I lost the ability to feel anything quite a while ago, so when a few guys asked me to dance, I figured I couldn't possibly loose anything. None of them were Grissom, and all I did was ungracefully excuse myself to get more drinks. Coordination isn't a strong point when I'm drunk.
Just when I thought my day couldn't have gotten any worse, Grissom manages to walk into the same bar I'm at. What are the chances? He's probably here for the same reason I am: to get drunk, probably not to dance with random men. I've consumed enough alcohol at this point to wish him well if that was what he was going to do with his life.
He's already spotted me, but it's amazing to me he's still standing. He hasn't slept in days, even though I haven't either. I choose to stare at the glossy countertop, much like he stared reflectively at the table in the interrogation room.
"Let me call you a cab," the voice towers above me. My brain screams in protest at the noise and the notion of him doing anything for me right now.

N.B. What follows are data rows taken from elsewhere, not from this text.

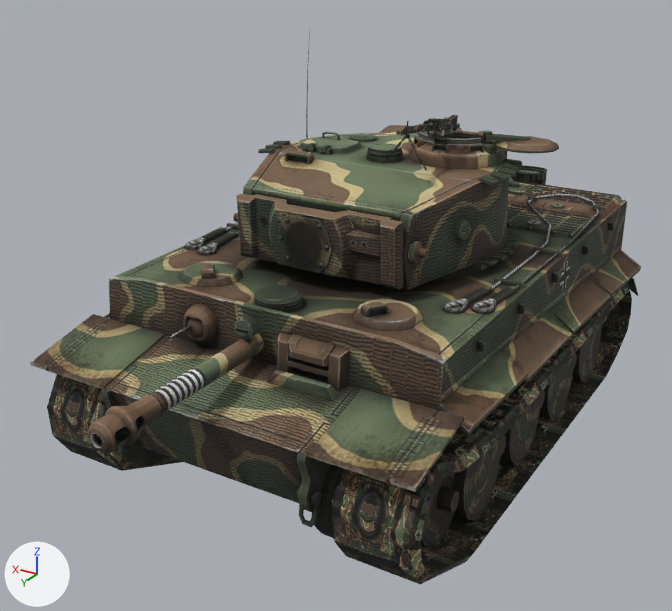
The FBX model Tank3D/Tank3DContent/Modèles/Veteran Tiger Forest.FBX, before and after one commit.
Both versions are drawn from a camera (50 mm lens) standing at (-1.3, 2.42, 1.55) and looking at (0.02, 0.22, 0.46). Lighting does not change. The marker at lower left points along +X, +Y and +Z. Where no turn or scale is listed for an object, it has been applied to the vertices.

In view in the first picture: 'Canon', 'Roues', 'Tour'.
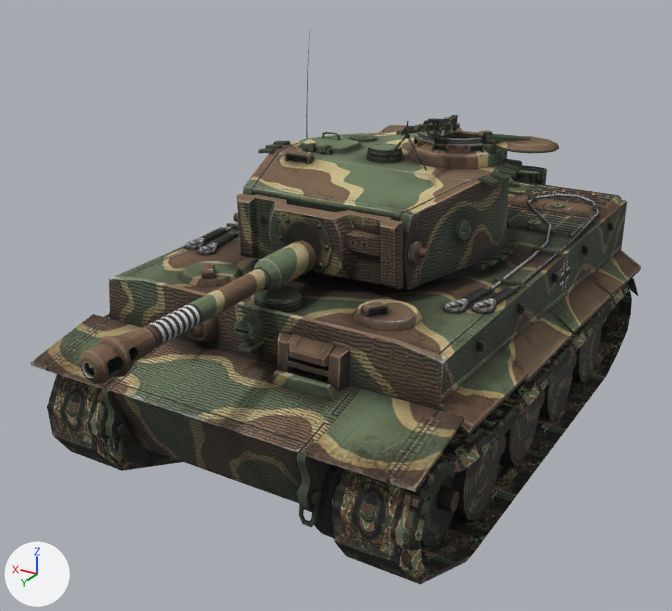
Pixel boxes (x1, y1, x2, y2) of what changed, in the pictures (672 x 611 px):
'Canon', moved: before (88, 334, 264, 454); after (80, 240, 317, 384)

The edits, one by one:
Object 'Canon' (ob_canon) moves from (-0.019, -0.002, -0.166) to (-0.019, -0.002, 0.0).

"Okay." Although, the way he looks, he'd probably pass out first. I really shouldn't let him call me a cab, but at this point, I'm too tired to care or to argue. We head out of the bar, and all I know is that things between us will never be the same. It wasn't perfect before; but if I'm forced to leave, so be it. I'm already feeling the pain of the headache from the hangover, but it will be nothing compared to the pain of the remorse and sadness tomorrow.
The cab arrives, and we slip in. Telling the cab driver to drop me off first, Grissom gives me one of those meaningful glances I should understand, but I just stare at the city lights. The lights will fade into the morning, and all I can hope, is that he is still waiting when I wake.